The Last Juror by John Grisham
This is the latest product of the John Grisham literary empire. You can go ahead and make all the jokes you want about the lawyer reading the legal thriller, but I've always enjoyed Grisham's work, even back in high school when I wasn't even thinking about a legal career.
In this novel, we find the somewhat improbable story, which begins in 1970, of J. William Traynor, a twenty-three-year-old slacker from a rich Memphis family who drops out of Syracuse's journalism program after his wealthy grandmother cuts him off after five years with no degree. Traynor joins the staff of the near-bankrupt weekly paper, the Ford County Times, in Ford County, Mississippi, and is promptly christened "Willie" by his boss, the paper's editor, who co-owns the paper with his elderly sister. When the struggling paper is forced into involuntary bankruptcy by its creditor's, "Willie" borrows $50,000 from his grandmother, and buys it. At the ripe old age of twenty-three, Willie manages to take over the failed newspaper and increase its readership and revenue considerably.

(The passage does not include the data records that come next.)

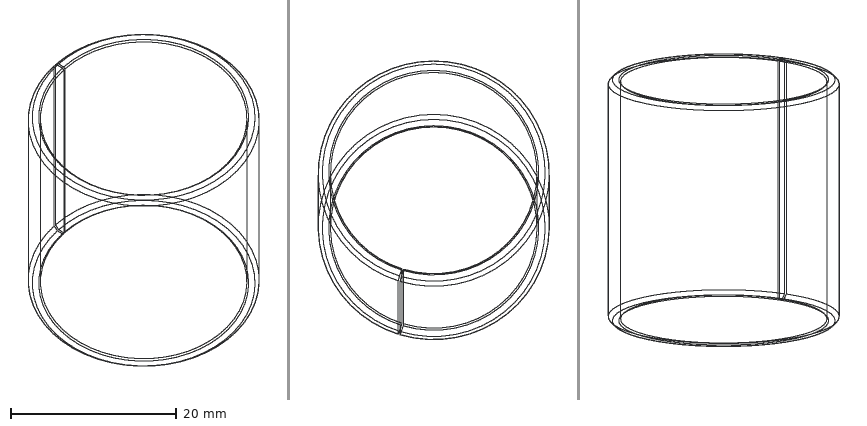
import cadquery as cq

length = 30.0
outer_diameter = 28.0
wall = 1.5
outer_chamfer = 0.5
inner_chamfer = 0.2
slit_angle = 1.0

outer_radius = outer_diameter / 2
inner_radius = outer_radius - wall
half_length = length / 2


def wall_section():
    """Cross-section of the wall on the +X side, chamfered at all four corners."""
    face_outer = outer_radius - outer_chamfer
    face_inner = inner_radius + inner_chamfer
    outer_edge_z = half_length - outer_chamfer
    inner_edge_z = half_length - inner_chamfer
    corners = [
        (face_inner, -half_length),
        (face_outer, -half_length),
        (outer_radius, -outer_edge_z),
        (outer_radius, outer_edge_z),
        (face_outer, half_length),
        (face_inner, half_length),
        (inner_radius, inner_edge_z),
        (inner_radius, -inner_edge_z),
    ]
    return cq.Workplane("XZ").polyline(corners).close()


def split_sleeve():
    """Sweep the wall about Z, stopping short of a full turn to leave the slit.

    The half turn puts the slit at -X, with its first wall on Y = 0
    and the gap on the +Y side.
    """
    sleeve = wall_section().revolve(360 - slit_angle, (0, 0, 0), (0, 1, 0))
    return sleeve.rotate((0, 0, 0), (0, 0, 1), 180)


result = split_sleeve()

Next comes the rape and murder of a young widow, with the prime suspect being Danny Padgitt, a twenty-four-year-old member of the Padgitt family, a mysterious and dangerous clan of bootleggers who has a stranglehold on the county and the sheriff in its pockets. Willie's new paper thrives on the sensational journalism that the crime inspires.
The Padgitt's iron-fisted power isn't enough to scare the jury out of convicting Danny, who, despite a life sentence, gets paroled after serving less than ten years. Then the jurors start turning up dead.
While this certainly isn't high-minded, intellectual literature, it does make for a good read so far, and I'm looking forward to finishing soon.